PowerScale OneFS 9.10: Rare Performance Issues when Running a SnapshotDelete job
Summary: On clusters upgraded to OneFS 9.10 or 9.11, performance issues may be experienced when running a SnapshotDelete job if there are multiple storage pools.
Symptoms
Clusters with two or more node pools that were upgraded to OneFS 9.10 or later may experience performance issues whenever a SnapshotDelete job is running. Pausing the SnapshotDelete job brings immediate relief, but the issue returns once the job is resumed.
On Clusters with snapshots with long expiration dates, the issue may not be apparent until several weeks or months after the OneFS upgrade was completed.
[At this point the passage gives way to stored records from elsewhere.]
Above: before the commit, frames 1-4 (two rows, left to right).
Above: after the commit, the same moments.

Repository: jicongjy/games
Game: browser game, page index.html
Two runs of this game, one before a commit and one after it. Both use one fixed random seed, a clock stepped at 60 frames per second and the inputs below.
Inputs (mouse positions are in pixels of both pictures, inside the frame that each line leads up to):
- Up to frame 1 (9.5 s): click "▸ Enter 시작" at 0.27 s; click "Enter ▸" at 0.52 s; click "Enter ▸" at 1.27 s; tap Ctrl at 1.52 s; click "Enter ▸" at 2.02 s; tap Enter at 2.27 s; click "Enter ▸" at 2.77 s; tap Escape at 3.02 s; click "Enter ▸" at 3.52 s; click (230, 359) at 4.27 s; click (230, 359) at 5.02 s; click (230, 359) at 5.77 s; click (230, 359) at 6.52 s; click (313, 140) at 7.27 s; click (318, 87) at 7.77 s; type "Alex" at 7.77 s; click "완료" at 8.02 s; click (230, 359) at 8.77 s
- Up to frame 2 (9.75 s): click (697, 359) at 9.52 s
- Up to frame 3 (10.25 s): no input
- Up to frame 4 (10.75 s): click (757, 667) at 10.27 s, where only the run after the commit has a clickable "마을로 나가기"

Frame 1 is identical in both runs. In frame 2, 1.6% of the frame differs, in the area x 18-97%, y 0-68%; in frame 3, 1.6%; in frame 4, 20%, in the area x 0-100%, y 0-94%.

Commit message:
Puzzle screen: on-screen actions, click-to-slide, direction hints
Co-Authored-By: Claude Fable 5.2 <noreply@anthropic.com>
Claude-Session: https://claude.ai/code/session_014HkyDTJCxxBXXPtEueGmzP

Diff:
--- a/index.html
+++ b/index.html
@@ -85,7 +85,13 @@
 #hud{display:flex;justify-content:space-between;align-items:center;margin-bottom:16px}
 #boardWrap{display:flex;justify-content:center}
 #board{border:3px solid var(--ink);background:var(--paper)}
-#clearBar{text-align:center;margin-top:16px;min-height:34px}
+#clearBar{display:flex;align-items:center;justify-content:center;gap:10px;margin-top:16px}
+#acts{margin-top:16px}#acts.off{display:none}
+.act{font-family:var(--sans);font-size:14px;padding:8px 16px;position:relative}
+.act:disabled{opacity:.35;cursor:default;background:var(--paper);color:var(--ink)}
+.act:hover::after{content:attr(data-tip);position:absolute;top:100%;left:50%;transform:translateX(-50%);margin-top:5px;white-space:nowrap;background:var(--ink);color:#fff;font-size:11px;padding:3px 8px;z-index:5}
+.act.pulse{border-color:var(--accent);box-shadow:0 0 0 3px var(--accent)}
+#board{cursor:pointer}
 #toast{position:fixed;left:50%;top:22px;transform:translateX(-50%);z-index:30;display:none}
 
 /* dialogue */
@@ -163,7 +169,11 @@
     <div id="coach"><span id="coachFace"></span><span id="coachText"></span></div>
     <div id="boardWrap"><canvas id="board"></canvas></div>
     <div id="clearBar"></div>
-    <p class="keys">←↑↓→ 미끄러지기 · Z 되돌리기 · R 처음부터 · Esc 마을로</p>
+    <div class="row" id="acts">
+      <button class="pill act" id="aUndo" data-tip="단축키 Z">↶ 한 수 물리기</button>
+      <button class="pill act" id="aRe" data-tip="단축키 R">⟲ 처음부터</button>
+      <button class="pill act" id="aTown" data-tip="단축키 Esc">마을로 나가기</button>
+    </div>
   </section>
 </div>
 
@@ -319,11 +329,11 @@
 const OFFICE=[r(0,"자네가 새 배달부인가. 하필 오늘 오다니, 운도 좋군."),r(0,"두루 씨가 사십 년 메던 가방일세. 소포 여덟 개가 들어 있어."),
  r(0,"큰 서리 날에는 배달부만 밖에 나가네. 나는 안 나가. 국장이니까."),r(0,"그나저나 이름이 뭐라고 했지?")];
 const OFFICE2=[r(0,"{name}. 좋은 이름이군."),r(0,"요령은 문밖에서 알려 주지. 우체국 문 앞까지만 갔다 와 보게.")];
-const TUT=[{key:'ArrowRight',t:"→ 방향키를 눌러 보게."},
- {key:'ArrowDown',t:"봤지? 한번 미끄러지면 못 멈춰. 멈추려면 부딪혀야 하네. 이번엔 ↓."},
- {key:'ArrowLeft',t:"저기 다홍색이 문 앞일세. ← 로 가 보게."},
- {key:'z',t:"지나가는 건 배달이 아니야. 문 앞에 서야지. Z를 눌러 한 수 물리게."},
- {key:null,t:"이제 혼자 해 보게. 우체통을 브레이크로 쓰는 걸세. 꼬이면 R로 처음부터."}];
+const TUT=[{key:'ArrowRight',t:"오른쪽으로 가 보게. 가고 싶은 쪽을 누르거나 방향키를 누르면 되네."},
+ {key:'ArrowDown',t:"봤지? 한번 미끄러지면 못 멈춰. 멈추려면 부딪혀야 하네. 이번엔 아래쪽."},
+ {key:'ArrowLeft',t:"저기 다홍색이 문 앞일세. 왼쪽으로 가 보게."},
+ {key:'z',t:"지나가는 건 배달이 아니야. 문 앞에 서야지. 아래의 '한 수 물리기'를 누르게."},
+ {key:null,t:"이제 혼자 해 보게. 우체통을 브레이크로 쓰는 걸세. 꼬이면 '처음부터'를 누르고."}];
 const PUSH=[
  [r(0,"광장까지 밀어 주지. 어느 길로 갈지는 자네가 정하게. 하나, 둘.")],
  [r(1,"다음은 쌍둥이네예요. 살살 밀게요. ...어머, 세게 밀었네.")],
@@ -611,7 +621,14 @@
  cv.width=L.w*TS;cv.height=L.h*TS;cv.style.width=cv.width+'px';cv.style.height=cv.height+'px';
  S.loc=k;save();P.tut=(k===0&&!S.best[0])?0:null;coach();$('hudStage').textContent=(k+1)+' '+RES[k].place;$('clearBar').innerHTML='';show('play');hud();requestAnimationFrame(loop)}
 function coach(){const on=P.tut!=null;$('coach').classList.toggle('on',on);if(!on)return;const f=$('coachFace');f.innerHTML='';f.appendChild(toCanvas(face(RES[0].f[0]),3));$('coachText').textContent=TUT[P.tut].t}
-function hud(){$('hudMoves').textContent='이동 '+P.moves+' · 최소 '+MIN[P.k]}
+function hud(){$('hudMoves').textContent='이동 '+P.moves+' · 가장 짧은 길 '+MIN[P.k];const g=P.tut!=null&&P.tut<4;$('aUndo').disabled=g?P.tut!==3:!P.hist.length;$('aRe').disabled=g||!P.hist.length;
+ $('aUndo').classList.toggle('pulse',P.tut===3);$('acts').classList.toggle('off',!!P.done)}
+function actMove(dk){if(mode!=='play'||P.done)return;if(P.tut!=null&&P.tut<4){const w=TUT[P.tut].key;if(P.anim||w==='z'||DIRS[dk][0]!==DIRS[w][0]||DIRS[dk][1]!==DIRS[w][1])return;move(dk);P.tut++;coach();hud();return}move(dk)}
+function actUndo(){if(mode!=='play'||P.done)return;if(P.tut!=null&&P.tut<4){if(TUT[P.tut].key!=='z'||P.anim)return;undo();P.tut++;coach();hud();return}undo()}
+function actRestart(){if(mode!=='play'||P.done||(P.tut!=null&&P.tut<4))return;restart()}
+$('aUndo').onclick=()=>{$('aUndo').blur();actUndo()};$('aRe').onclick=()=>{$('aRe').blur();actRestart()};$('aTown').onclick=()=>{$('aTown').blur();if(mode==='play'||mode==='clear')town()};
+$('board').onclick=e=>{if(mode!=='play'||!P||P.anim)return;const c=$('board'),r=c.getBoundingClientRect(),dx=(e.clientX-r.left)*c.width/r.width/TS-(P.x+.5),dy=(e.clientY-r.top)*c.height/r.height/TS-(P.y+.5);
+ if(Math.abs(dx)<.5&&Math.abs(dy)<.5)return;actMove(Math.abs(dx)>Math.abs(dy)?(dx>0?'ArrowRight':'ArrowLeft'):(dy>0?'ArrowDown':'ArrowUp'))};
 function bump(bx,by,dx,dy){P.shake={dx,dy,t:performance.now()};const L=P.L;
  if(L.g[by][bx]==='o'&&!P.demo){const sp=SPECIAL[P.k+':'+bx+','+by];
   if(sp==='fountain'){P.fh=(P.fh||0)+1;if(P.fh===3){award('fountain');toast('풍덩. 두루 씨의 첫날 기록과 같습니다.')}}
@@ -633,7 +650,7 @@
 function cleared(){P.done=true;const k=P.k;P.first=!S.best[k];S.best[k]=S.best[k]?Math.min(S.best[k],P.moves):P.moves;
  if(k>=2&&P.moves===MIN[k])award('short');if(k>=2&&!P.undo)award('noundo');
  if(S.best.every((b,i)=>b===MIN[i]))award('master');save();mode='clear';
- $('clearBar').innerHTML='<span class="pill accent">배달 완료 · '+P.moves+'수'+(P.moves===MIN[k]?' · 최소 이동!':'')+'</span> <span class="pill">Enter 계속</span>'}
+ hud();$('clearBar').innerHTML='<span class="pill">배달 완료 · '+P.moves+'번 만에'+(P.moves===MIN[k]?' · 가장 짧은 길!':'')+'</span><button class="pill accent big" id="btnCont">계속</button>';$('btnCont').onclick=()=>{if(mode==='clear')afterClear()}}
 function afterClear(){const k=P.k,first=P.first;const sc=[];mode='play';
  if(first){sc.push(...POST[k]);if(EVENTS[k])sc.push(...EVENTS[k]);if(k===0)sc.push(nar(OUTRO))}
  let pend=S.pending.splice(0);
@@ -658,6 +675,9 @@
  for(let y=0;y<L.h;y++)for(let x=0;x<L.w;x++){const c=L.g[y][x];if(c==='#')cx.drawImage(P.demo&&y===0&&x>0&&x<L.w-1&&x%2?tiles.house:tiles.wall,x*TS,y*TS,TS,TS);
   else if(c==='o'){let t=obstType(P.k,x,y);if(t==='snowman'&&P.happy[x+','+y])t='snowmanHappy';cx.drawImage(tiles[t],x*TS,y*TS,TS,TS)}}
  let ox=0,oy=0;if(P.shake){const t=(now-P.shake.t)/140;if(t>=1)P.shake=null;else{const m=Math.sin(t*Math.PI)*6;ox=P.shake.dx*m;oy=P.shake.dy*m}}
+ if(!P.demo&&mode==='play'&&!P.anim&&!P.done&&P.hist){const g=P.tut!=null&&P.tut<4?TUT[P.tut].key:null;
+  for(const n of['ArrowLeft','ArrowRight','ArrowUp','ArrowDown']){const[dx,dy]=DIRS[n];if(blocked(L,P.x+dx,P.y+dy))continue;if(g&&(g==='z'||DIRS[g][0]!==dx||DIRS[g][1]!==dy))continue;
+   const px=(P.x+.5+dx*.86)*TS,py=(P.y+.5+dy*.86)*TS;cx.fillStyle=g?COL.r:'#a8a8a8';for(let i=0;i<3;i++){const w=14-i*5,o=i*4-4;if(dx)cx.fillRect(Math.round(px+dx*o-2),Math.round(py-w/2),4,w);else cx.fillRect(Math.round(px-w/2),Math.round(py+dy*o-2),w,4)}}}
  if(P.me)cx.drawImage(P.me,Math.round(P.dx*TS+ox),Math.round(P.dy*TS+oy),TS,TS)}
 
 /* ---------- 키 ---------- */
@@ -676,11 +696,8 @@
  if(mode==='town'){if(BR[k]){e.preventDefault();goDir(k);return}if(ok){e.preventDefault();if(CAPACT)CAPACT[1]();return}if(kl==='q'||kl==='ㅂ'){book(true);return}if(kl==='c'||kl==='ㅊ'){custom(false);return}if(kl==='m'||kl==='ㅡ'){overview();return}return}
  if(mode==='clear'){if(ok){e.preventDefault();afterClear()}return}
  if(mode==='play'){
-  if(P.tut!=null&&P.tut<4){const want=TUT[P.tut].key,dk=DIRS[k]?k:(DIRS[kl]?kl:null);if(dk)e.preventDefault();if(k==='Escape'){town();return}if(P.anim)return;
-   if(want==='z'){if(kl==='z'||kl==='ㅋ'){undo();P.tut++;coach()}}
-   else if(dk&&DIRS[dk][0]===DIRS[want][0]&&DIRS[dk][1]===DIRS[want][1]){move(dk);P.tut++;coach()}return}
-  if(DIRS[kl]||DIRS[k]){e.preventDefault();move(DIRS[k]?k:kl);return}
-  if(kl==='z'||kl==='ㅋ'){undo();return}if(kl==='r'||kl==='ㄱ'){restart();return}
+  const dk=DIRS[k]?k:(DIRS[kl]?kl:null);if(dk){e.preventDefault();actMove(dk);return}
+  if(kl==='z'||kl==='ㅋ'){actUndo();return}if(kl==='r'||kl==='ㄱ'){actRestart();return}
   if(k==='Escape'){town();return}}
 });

Logs and Hangdumps show the job engine (isi_job_d) SnapshotDelete job thread holding a LIN lock with a stack trace similar to this example:
77886 isi_job_d:
...
thread 100637: je_worker_main at 0xfffffe8b55ea95c0 in state "running":
On cpu 5 for 3 ticks
Stack: --------------------------------------------------
kernel:btree_leaf_check_prefetch+0xde
kernel:btree_leaf_get_entry+0x349
kernel:stf_is_fake_entry+0x41
kernel:stf_iterate_block+0x66
kernel:ifs_snap_get_lins_helper+0xac
kernel:_sys_ifs_snap_get_lins+0x279
kernel:amd64_syscall+0x7b0
--------------------------------------------------
Cause
OneFS 9.10 introduces Illogical Logical iNodes (LINs) to the Snapshot Tracking Files (STF). This was added to support a new feature, MetadataIQ. An STF is a special file type with several unique characteristics and is involved in the full snapshot life cycle, including the creation, storing, changing, and deletion of snapshots.
When data is migrated between different pools, the illogical LINs are added to the STF and can gradually build up. Performance issues occur when snapshots are expired and deleting, and there are too many illogical LINs in the STF of a snapshot.
How to determine whether a cluster is at risk for this issue?
Clusters which meet the following criteria are at higher risk of experiencing this issue if they are upgraded to OneFS 9.10 or 9.11.
- SnapshotIQ is licensed and enabled. Snapshots are being created and expired on the cluster.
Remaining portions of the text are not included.